[Requirement] Every line of the entries below that includes "slide" belongs in the answer, copied as written.

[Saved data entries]
────────
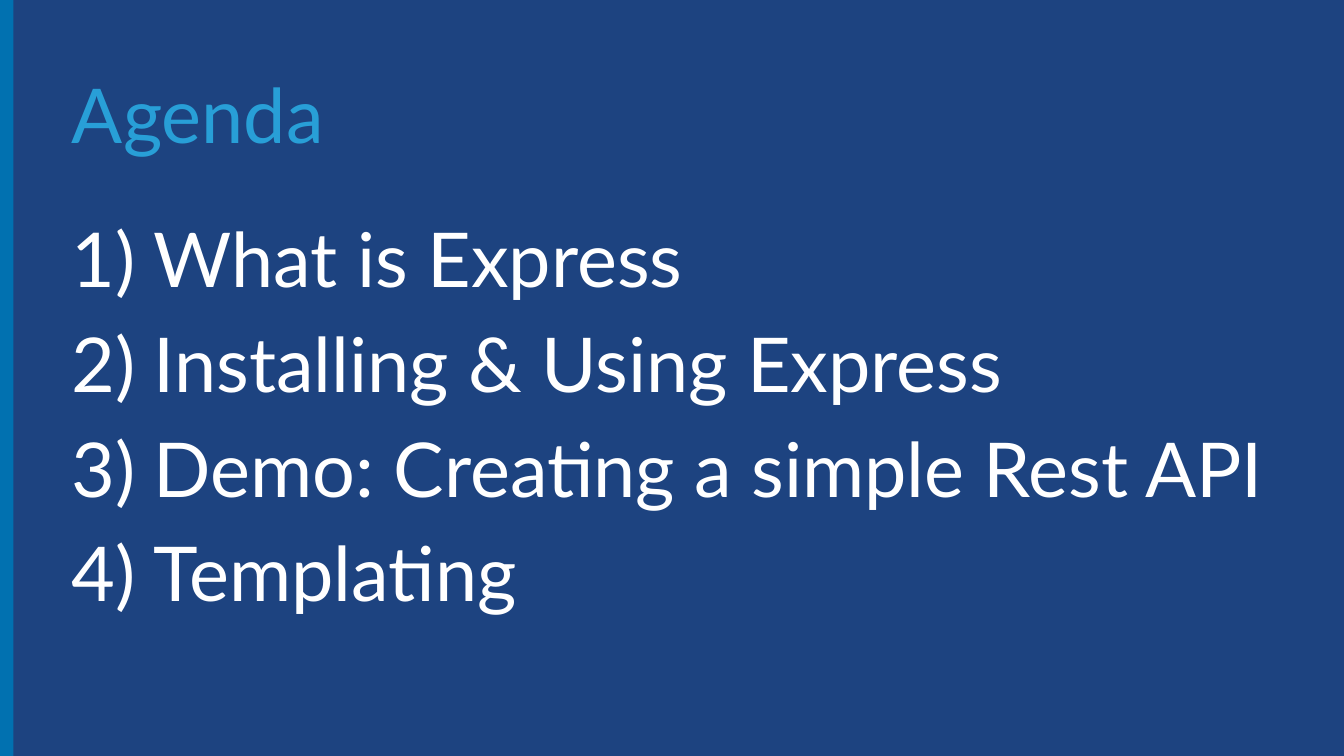
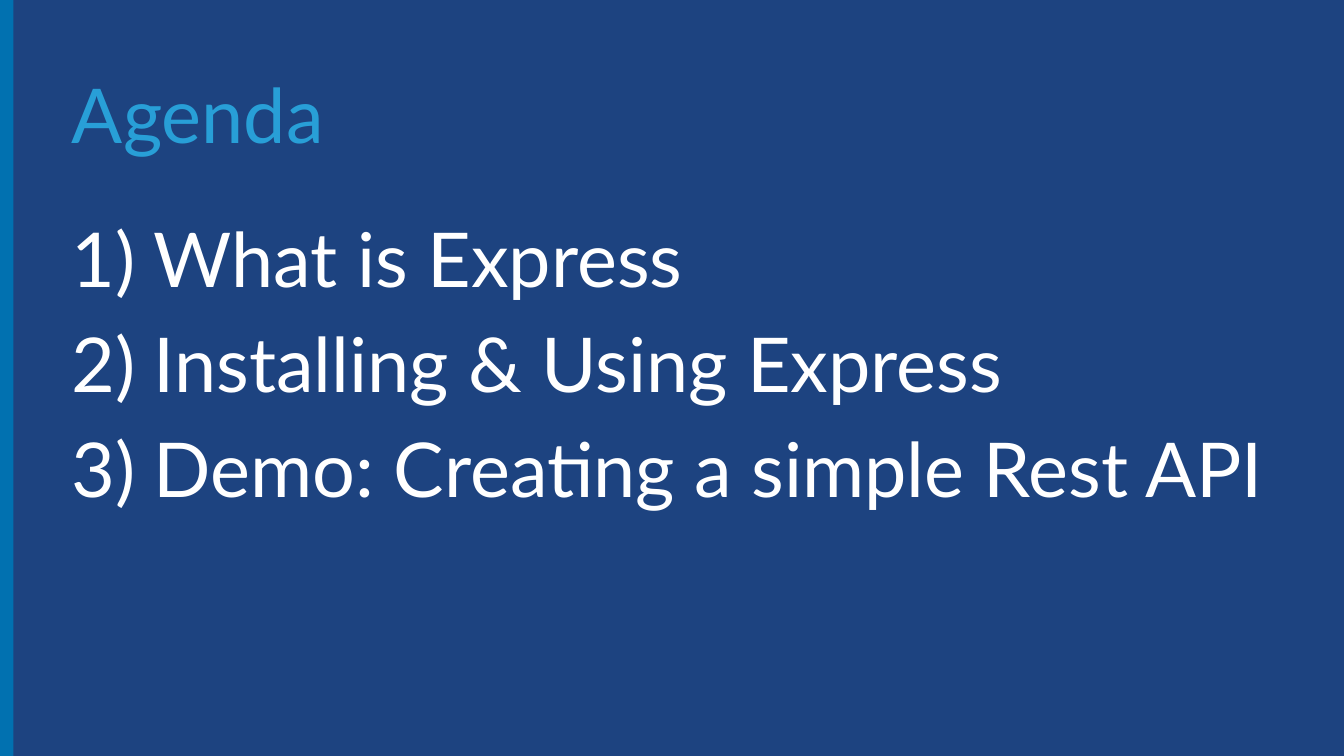
Before and after one commit to Microsoft-Web/NodeCamp, a slide deck: slide 2 of Presentation/IntroToExpress/IntroToExpress.pptx. Drawn at 1344x756 pixels with LibreOffice and Linux fonts; fonts in the diff are those of the drawing; background and template pictures are left out. Boxes give left, top, right and bottom in pixels: in the first picture for what was removed or moved away, otherwise in the second. Text is boxed around its words. In the diff, an @@ line names an element or a change of style, - is before the commit and + after.

Commit message:
Remove slide from Intro to Express presentation. Fix code snippets in Building Backend demo.

```diff
--- a/Presentation/IntroToExpress/IntroToExpress.pptx
+++ b/Presentation/IntroToExpress/IntroToExpress.pptx
@@ text at (154,545,517,615): paragraph removed @@
-4) Templating
```
Also in this commit, not shown: 1 other file.
────────
[Solution for this exercise]
Before and after one commit to Microsoft-Web/NodeCamp, a slide deck: slide 2 of Presentation/IntroToExpress/IntroToExpress.pptx. Drawn at 1344x756 pixels with LibreOffice and Linux fonts; fonts in the diff are those of the drawing; background and template pictures are left out. Boxes give left, top, right and bottom in pixels: in the first picture for what was removed or moved away, otherwise in the second. Text is boxed around its words. In the diff, an @@ line names an element or a change of style, - is before the commit and + after.
Remove slide from Intro to Express presentation. Fix code snippets in Building Backend demo.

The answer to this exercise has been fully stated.